--- START ---
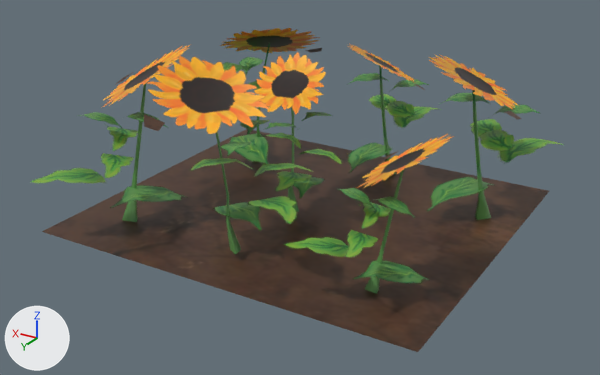
Before and after pictures for a commit that changed the FBX model Assets/XanaBuilder Assets/Models/FRM/01_FarmCrops/FRM0110021_Sunflower/FRM0110021.fbx.
Rendered twice from a 50 mm lens placed at (-1.489, 2.568, 1.351), pointed at (-0.012, 0.106, 0.12). Arrows for +X, +Y and +Z are at lower left; the lights stay in place. Where no turn or scale is listed for an object, it has been applied to the vertices.

Script lines for the objects in view, before the commit:
```python
mat_mtfrm0110021_placemode = principled_material('mtFRM0110021_PlaceMode')
mat_mtfrm0110021_placemode.texture = img_txfrm0110021_diffuse_png  # with its transparency
me_mesh = bpy.data.meshes.new('Mesh')
me_mesh.from_pydata(...)  # 487 vertices, 225 faces; spans x -0.85..0.84, y -0.8..0.82, z -0.04..0.68
me_mesh.materials.append(mat_mtfrm0110021_placemode)  # picture img_txfrm0110021_diffuse_png
ob_smfrm0110021 = bpy.data.objects.new('smFRM0110021', me_mesh)
ob_smfrm0110021.location = (0.0, 0.0, 0.0)
```
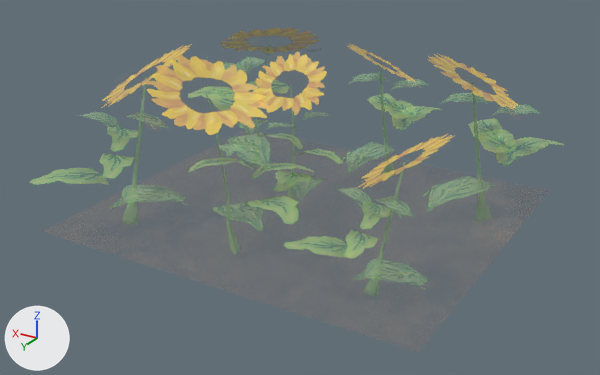
Changed parts and their boxes (x1, y1, x2, y2) in the pictures (600 x 375 px):
'smFRM0110021', surface changed
    both: (30, 28, 565, 352)

The change, as a list of edits to the scene's bpy script:
```text
Change img_txfrm0110021_diffuse_png:
    img_txfrm0110021_diffuse_png: load_image('txFRM0110021_Diffuse.png', '_unpacked/txFRM0110021_Diffuse.png', 1536, 1171, 'sRGB') -> load_image('txFRM0110021_Diffuse.png', 'txFRM0110021_Diffuse.png', 1536, 1171, 'Non-Color')
Change mat_mtfrm0110021_placemode:
    add n3 = _N.new('ShaderNodeTexImage'); n3.name = 'Image Texture.001'
    add n3.image = img_txfrm0110021_diffuse_png
    where n2 = _N.new('ShaderNodeTexImage'); n2.name = 'Image Texture'
    where n0 = _N.new('ShaderNodeBsdfPrincipled'); n0.name = 'Principled BSDF'
    remove _L.new(n2.outputs[1], n0.inputs[4])  # 'Alpha' to 'Alpha'
    add _L.new(n3.outputs[0], n0.inputs[4])  # 'Color' to 'Alpha'
```
--- END ---
▶ **Try it**:
Lines holding "vertices": copy each one from the records above.

▶ **Answer for this exercise**:
Rendered twice from a 50 mm lens placed at (-1.489, 2.568, 1.351), pointed at (-0.012, 0.106, 0.12). Arrows for +X, +Y and +Z are at lower left; the lights stay in place. Where no turn or scale is listed for an object, it has been applied to the vertices.
me_mesh.from_pydata(...)  # 487 vertices, 225 faces; spans x -0.85..0.84, y -0.8..0.82, z -0.04..0.68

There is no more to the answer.